Schreur J H, Figueredo V M, Miyamae M, Shames D M, Baker A J, Camacho S A
Department of Medicine, Cardiology, San Francisco General Hospital, California 94110, USA.
Biophys J. 1996 Jun;70(6):2571-80. doi: 10.1016/S0006-3495(96)79828-4.

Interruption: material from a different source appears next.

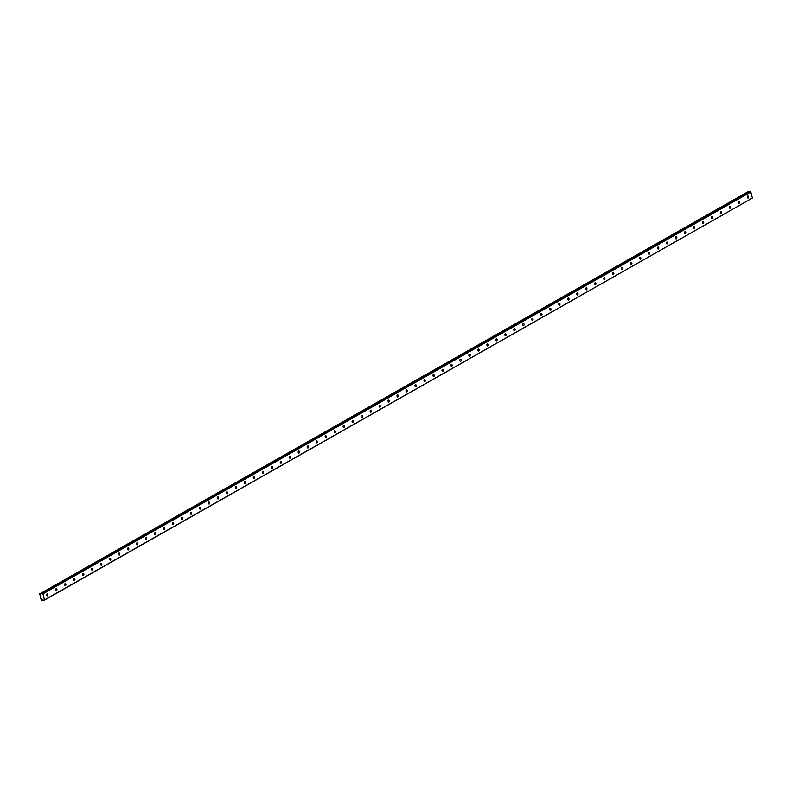 <?xml version="1.0" encoding="UTF-8"?>
<svg xmlns="http://www.w3.org/2000/svg" width="792" height="792" viewBox="0 0 792 792"><rect width="100%" height="100%" fill="white"/><g stroke="black" fill="none" stroke-linecap="round" stroke-linejoin="round"><path stroke-width="1.19" d="M47.065 593.891A1.03 0.673 88.2 0 0 47.569 595.812A1.03 0.673 88.2 0 0 47.065 593.891M747.757 196.079A1.03 0.673 88.2 0 0 748.262 198.01A1.03 0.673 88.2 0 0 747.757 196.079M738.778 201.178A1.03 0.673 88.2 0 0 739.283 203.108A1.03 0.673 88.2 0 0 738.778 201.178M729.798 206.276A1.03 0.673 88.2 0 0 730.303 208.207A1.03 0.673 88.2 0 0 729.798 206.276M720.809 211.385A1.03 0.673 88.2 0 0 721.314 213.305A1.03 0.673 88.2 0 0 720.809 211.385M711.83 216.483A1.03 0.673 88.2 0 0 712.335 218.404A1.03 0.673 88.2 0 0 711.83 216.483M702.841 221.582A1.03 0.673 88.2 0 0 703.346 223.502A1.03 0.673 88.2 0 0 702.841 221.582M693.861 226.68A1.03 0.673 88.2 0 0 694.366 228.601A1.03 0.673 88.2 0 0 693.861 226.68M684.882 231.779A1.03 0.673 88.2 0 0 685.387 233.709A1.03 0.673 88.2 0 0 684.882 231.779M675.893 236.877A1.03 0.673 88.2 0 0 676.398 238.808A1.03 0.673 88.2 0 0 675.893 236.877M666.913 241.986A1.03 0.673 88.2 0 0 667.418 243.906A1.03 0.673 88.2 0 0 666.913 241.986M657.924 247.084A1.03 0.673 88.2 0 0 658.429 249.005A1.03 0.673 88.2 0 0 657.924 247.084M648.945 252.183A1.03 0.673 88.2 0 0 649.45 254.103A1.03 0.673 88.2 0 0 648.945 252.183M639.966 257.281A1.03 0.673 88.2 0 0 640.471 259.202A1.03 0.673 88.2 0 0 639.966 257.281M630.976 262.38A1.03 0.673 88.2 0 0 631.481 264.31A1.03 0.673 88.2 0 0 630.976 262.38M621.997 267.478A1.03 0.673 88.2 0 0 622.502 269.409A1.03 0.673 88.2 0 0 621.997 267.478M613.008 272.587A1.03 0.673 88.2 0 0 613.513 274.507A1.03 0.673 88.2 0 0 613.008 272.587M604.029 277.685A1.03 0.673 88.2 0 0 604.534 279.606A1.03 0.673 88.2 0 0 604.029 277.685M595.049 282.784A1.03 0.673 88.2 0 0 595.554 284.704A1.03 0.673 88.2 0 0 595.049 282.784M586.06 287.882A1.03 0.673 88.2 0 0 586.565 289.803A1.03 0.673 88.2 0 0 586.06 287.882M577.081 292.981A1.03 0.673 88.2 0 0 577.586 294.911A1.03 0.673 88.2 0 0 577.081 292.981M568.092 298.079A1.03 0.673 88.2 0 0 568.597 300.01A1.03 0.673 88.2 0 0 568.092 298.079M559.112 303.188A1.03 0.673 88.2 0 0 559.617 305.108A1.03 0.673 88.2 0 0 559.112 303.188M550.133 308.286A1.03 0.673 88.2 0 0 550.638 310.207A1.03 0.673 88.2 0 0 550.133 308.286M541.144 313.385A1.03 0.673 88.2 0 0 541.649 315.305A1.03 0.673 88.2 0 0 541.144 313.385M532.165 318.483A1.03 0.673 88.2 0 0 532.669 320.404A1.03 0.673 88.2 0 0 532.165 318.483M523.175 323.582A1.03 0.673 88.2 0 0 523.68 325.512A1.03 0.673 88.2 0 0 523.175 323.582M514.196 328.68A1.03 0.673 88.2 0 0 514.701 330.611A1.03 0.673 88.2 0 0 514.196 328.68M505.217 333.788A1.03 0.673 88.2 0 0 505.722 335.709A1.03 0.673 88.2 0 0 505.217 333.788M496.228 338.887A1.03 0.673 88.2 0 0 496.733 340.808A1.03 0.673 88.2 0 0 496.228 338.887M487.248 343.985A1.03 0.673 88.2 0 0 487.753 345.906A1.03 0.673 88.2 0 0 487.248 343.985M478.259 349.084A1.03 0.673 88.2 0 0 478.764 351.005A1.03 0.673 88.2 0 0 478.259 349.084M469.28 354.182A1.03 0.673 88.2 0 0 469.785 356.113A1.03 0.673 88.2 0 0 469.28 354.182M460.3 359.281A1.03 0.673 88.2 0 0 460.805 361.211A1.03 0.673 88.2 0 0 460.3 359.281M451.311 364.389A1.03 0.673 88.2 0 0 451.816 366.31A1.03 0.673 88.2 0 0 451.311 364.389M442.332 369.488A1.03 0.673 88.2 0 0 442.837 371.408A1.03 0.673 88.2 0 0 442.332 369.488M433.343 374.586A1.03 0.673 88.2 0 0 433.848 376.507A1.03 0.673 88.2 0 0 433.343 374.586M424.363 379.685A1.03 0.673 88.2 0 0 424.868 381.605A1.03 0.673 88.2 0 0 424.363 379.685M415.384 384.783A1.03 0.673 88.2 0 0 415.889 386.714A1.03 0.673 88.2 0 0 415.384 384.783M406.395 389.882A1.03 0.673 88.2 0 0 406.9 391.812A1.03 0.673 88.2 0 0 406.395 389.882M397.416 394.98A1.03 0.673 88.2 0 0 397.921 396.911A1.03 0.673 88.2 0 0 397.416 394.98M388.427 400.089A1.03 0.673 88.2 0 0 388.931 402.009A1.03 0.673 88.2 0 0 388.427 400.089M379.447 405.187A1.03 0.673 88.2 0 0 379.952 407.108A1.03 0.673 88.2 0 0 379.447 405.187M370.468 410.286A1.03 0.673 88.2 0 0 370.973 412.206A1.03 0.673 88.2 0 0 370.468 410.286M361.479 415.384A1.03 0.673 88.2 0 0 361.984 417.315A1.03 0.673 88.2 0 0 361.479 415.384M352.499 420.483A1.03 0.673 88.2 0 0 353.004 422.413A1.03 0.673 88.2 0 0 352.499 420.483M343.52 425.581A1.03 0.673 88.2 0 0 344.025 427.512A1.03 0.673 88.2 0 0 343.52 425.581M334.531 430.69A1.03 0.673 88.2 0 0 335.036 432.61A1.03 0.673 88.2 0 0 334.531 430.69M325.552 435.788A1.03 0.673 88.2 0 0 326.057 437.709A1.03 0.673 88.2 0 0 325.552 435.788M316.562 440.887A1.03 0.673 88.2 0 0 317.067 442.807A1.03 0.673 88.2 0 0 316.562 440.887M307.583 445.985A1.03 0.673 88.2 0 0 308.088 447.916A1.03 0.673 88.2 0 0 307.583 445.985M298.604 451.084A1.03 0.673 88.2 0 0 299.109 453.014A1.03 0.673 88.2 0 0 298.604 451.084M289.615 456.182A1.03 0.673 88.2 0 0 290.12 458.113A1.03 0.673 88.2 0 0 289.615 456.182M280.635 461.291A1.03 0.673 88.2 0 0 281.14 463.211A1.03 0.673 88.2 0 0 280.635 461.291M271.646 466.389A1.03 0.673 88.2 0 0 272.151 468.31A1.03 0.673 88.2 0 0 271.646 466.389M262.667 471.488A1.03 0.673 88.2 0 0 263.172 473.408A1.03 0.673 88.2 0 0 262.667 471.488M253.688 476.586A1.03 0.673 88.2 0 0 254.192 478.517A1.03 0.673 88.2 0 0 253.688 476.586M244.698 481.685A1.03 0.673 88.2 0 0 245.203 483.615A1.03 0.673 88.2 0 0 244.698 481.685M235.719 486.783A1.03 0.673 88.2 0 0 236.224 488.713A1.03 0.673 88.2 0 0 235.719 486.783M226.73 491.891A1.03 0.673 88.2 0 0 227.235 493.812A1.03 0.673 88.2 0 0 226.73 491.891M217.75 496.99A1.03 0.673 88.2 0 0 218.255 498.91A1.03 0.673 88.2 0 0 217.75 496.99M208.771 502.088A1.03 0.673 88.2 0 0 209.276 504.009A1.03 0.673 88.2 0 0 208.771 502.088M199.782 507.187A1.03 0.673 88.2 0 0 200.287 509.108A1.03 0.673 88.2 0 0 199.782 507.187M190.803 512.285A1.03 0.673 88.2 0 0 191.308 514.216A1.03 0.673 88.2 0 0 190.803 512.285M181.814 517.384A1.03 0.673 88.2 0 0 182.318 519.314A1.03 0.673 88.2 0 0 181.814 517.384M172.834 522.492A1.03 0.673 88.2 0 0 173.339 524.413A1.03 0.673 88.2 0 0 172.834 522.492M163.855 527.591A1.03 0.673 88.2 0 0 164.36 529.511A1.03 0.673 88.2 0 0 163.855 527.591M154.866 532.689A1.03 0.673 88.2 0 0 155.371 534.61A1.03 0.673 88.2 0 0 154.866 532.689M145.886 537.788A1.03 0.673 88.2 0 0 146.391 539.708A1.03 0.673 88.2 0 0 145.886 537.788M136.897 542.886A1.03 0.673 88.2 0 0 137.402 544.817A1.03 0.673 88.2 0 0 136.897 542.886M127.918 547.985A1.03 0.673 88.2 0 0 128.423 549.915A1.03 0.673 88.2 0 0 127.918 547.985M118.939 553.093A1.03 0.673 88.2 0 0 119.444 555.014A1.03 0.673 88.2 0 0 118.939 553.093M109.949 558.192A1.03 0.673 88.2 0 0 110.454 560.112A1.03 0.673 88.2 0 0 109.949 558.192M100.97 563.29A1.03 0.673 88.2 0 0 101.475 565.211A1.03 0.673 88.2 0 0 100.97 563.29M91.981 568.389A1.03 0.673 88.2 0 0 92.486 570.309A1.03 0.673 88.2 0 0 91.981 568.389M83.002 573.487A1.03 0.673 88.2 0 0 83.506 575.418A1.03 0.673 88.2 0 0 83.002 573.487M74.022 578.586A1.03 0.673 88.2 0 0 74.527 580.516A1.03 0.673 88.2 0 0 74.022 578.586M65.033 583.694A1.03 0.673 88.2 0 0 65.538 585.615A1.03 0.673 88.2 0 0 65.033 583.694M56.054 588.793A1.03 0.673 88.2 0 0 56.559 590.713A1.03 0.673 88.2 0 0 56.054 588.793M389.407 395.307L747.935 191.832A0.733 0.525 -119.6 0 0 748.292 192.119M39.996 593.683L40.055 593.723A0.733 0.525 -119.6 0 0 41.016 593.693L42.936 593.871L750.816 191.981L752.4 198.03L44.52 599.92L42.936 593.871M39.689 593.693L41.243 600.128L42.372 599.92L41.748 600.277M44.52 599.92L42.728 600.207A0.733 0.525 -119.6 0 0 41.768 600.237L42.342 599.91M752.4 198.03L44.372 600.197M389.476 395.267L747.876 191.793L389.535 395.317M42.639 593.604L392.208 395.317L390.545 395.238L748.905 191.783M390.525 395.238L748.915 191.763L750.816 191.981M392.129 395.188L750.519 191.714M41.065 593.654L390.476 395.277L392.05 395.228M40.055 593.723L389.486 395.337M41.035 593.654L390.456 395.277"/></g></svg>

Assessment of free cytosolic [Ca2+] ([Ca2+]c) using the acetoxymethyl ester (AM) form of indo-1 may be compromised by loading of indo-1 into noncytosolic compartments, primarily mitochondria. To determine the fraction of noncytosolic fluorescence in whole hearts loaded with indo-1 AM, Mn2+ was used to quench cytosolic fluorescence. Residual (i.e., noncytosolic) fluorescence was subtracted from the total fluorescence before calculating [Ca2+]c. Noncytosolic fluorescence was used to estimate mitochondrial [Ca2+]. In hearts paced at 5 Hz (N = 17), noncytosolic fluorescence was 0.61 +/- 0.06 and 0.56 +/- 0.07 of total fluorescence at lambda 385 and lambda 456, respectively. After taking into account noncytosolic fluorescence, systolic and diastolic [Ca2+]c was 673 +/- 72 and 132 +/- 9 nM, respectively, noncytosolic [Ca2+] was 183 +/- 36 nM and increased to 272 +/- 12 when extracellular Ca2+ was increased from 2 to 6 mM. This increase in noncytosolic [Ca2+] was inhibited by ruthenium red, a blocker of Ca2+ uptake by mitochondria. We conclude that cytosolic and mitochondrial [Ca2+] can be determined in whole hearts loaded with indo-1 AM by using Mn2+ to quench cytosolic fluorescence.
使用indo-1的乙酰氧基甲酯(AM)形式评估游离胞质[Ca2+]([Ca2+]c)可能会受到indo-1进入非胞质区室(主要是线粒体)的影响。为了确定用indo-1 AM加载的完整心脏中非胞质荧光的比例,使用Mn2+淬灭胞质荧光。在计算[Ca2+]c之前,从总荧光中减去残余(即非胞质)荧光。非胞质荧光用于估计线粒体[Ca2+]。在以5 Hz起搏的心脏中(N = 17),在λ385和λ456处,非胞质荧光分别为总荧光的0.61±0.06和0.56±0.07。考虑到非胞质荧光后,收缩期和舒张期[Ca2+]c分别为673±72和132±9 nM,非胞质[Ca2+]为183±36 nM,当细胞外Ca2+从2 mM增加到6 mM时,增加到272±12 nM。这种非胞质[Ca2+]的增加被钌红抑制,钌红是线粒体摄取Ca2+的阻滞剂。我们得出结论,通过使用Mn2+淬灭胞质荧光,可以在加载indo-1 AM的完整心脏中测定胞质和线粒体[Ca2+]。